:: EXERCISE OBJECTIVE ::
Using the listing below, report each line holding the string "number".

:: EXERCISE DATA ::
--------------------------------

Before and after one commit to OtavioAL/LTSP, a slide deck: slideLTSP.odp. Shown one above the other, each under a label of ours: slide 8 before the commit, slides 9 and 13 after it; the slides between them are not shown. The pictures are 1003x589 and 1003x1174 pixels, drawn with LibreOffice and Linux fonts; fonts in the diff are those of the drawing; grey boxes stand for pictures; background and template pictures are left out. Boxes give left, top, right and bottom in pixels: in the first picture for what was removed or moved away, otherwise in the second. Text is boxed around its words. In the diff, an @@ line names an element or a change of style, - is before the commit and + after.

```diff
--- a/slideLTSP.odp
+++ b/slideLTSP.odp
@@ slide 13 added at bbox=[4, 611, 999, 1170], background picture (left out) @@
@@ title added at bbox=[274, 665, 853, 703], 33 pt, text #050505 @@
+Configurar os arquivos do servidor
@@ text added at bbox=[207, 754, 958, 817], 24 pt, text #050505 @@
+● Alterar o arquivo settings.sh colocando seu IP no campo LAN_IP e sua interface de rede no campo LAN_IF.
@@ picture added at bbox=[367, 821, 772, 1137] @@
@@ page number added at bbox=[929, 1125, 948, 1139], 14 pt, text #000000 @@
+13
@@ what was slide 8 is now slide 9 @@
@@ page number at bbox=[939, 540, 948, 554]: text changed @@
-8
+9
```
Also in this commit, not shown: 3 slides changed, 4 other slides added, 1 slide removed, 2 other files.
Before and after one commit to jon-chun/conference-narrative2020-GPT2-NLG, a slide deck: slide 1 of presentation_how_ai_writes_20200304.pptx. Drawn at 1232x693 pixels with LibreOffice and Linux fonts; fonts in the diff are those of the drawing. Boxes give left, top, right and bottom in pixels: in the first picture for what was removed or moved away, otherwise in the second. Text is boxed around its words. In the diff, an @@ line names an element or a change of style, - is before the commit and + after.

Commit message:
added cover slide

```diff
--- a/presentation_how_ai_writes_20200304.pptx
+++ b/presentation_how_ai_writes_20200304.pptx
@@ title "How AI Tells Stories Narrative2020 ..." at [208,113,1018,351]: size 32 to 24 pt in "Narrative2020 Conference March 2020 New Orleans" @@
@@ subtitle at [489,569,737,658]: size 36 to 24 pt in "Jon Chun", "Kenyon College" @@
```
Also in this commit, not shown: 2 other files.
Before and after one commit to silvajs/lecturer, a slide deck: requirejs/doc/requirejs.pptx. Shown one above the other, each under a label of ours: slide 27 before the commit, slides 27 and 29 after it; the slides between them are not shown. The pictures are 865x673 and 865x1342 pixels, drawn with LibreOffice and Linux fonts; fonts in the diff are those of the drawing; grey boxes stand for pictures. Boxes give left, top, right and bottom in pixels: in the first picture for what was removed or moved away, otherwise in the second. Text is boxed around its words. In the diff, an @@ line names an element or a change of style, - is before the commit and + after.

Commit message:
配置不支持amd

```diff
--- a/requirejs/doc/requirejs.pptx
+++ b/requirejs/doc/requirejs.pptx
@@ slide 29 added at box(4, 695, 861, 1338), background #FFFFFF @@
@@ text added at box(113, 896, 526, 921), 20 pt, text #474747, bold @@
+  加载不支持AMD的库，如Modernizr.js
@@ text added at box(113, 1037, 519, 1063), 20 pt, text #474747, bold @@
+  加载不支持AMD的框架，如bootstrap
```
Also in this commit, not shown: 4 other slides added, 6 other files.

--------------------------------

:: EXERCISE RESULT ::
@@ page number added at bbox=[929, 1125, 948, 1139], 14 pt, text #000000 @@
@@ page number at bbox=[939, 540, 948, 554]: text changed @@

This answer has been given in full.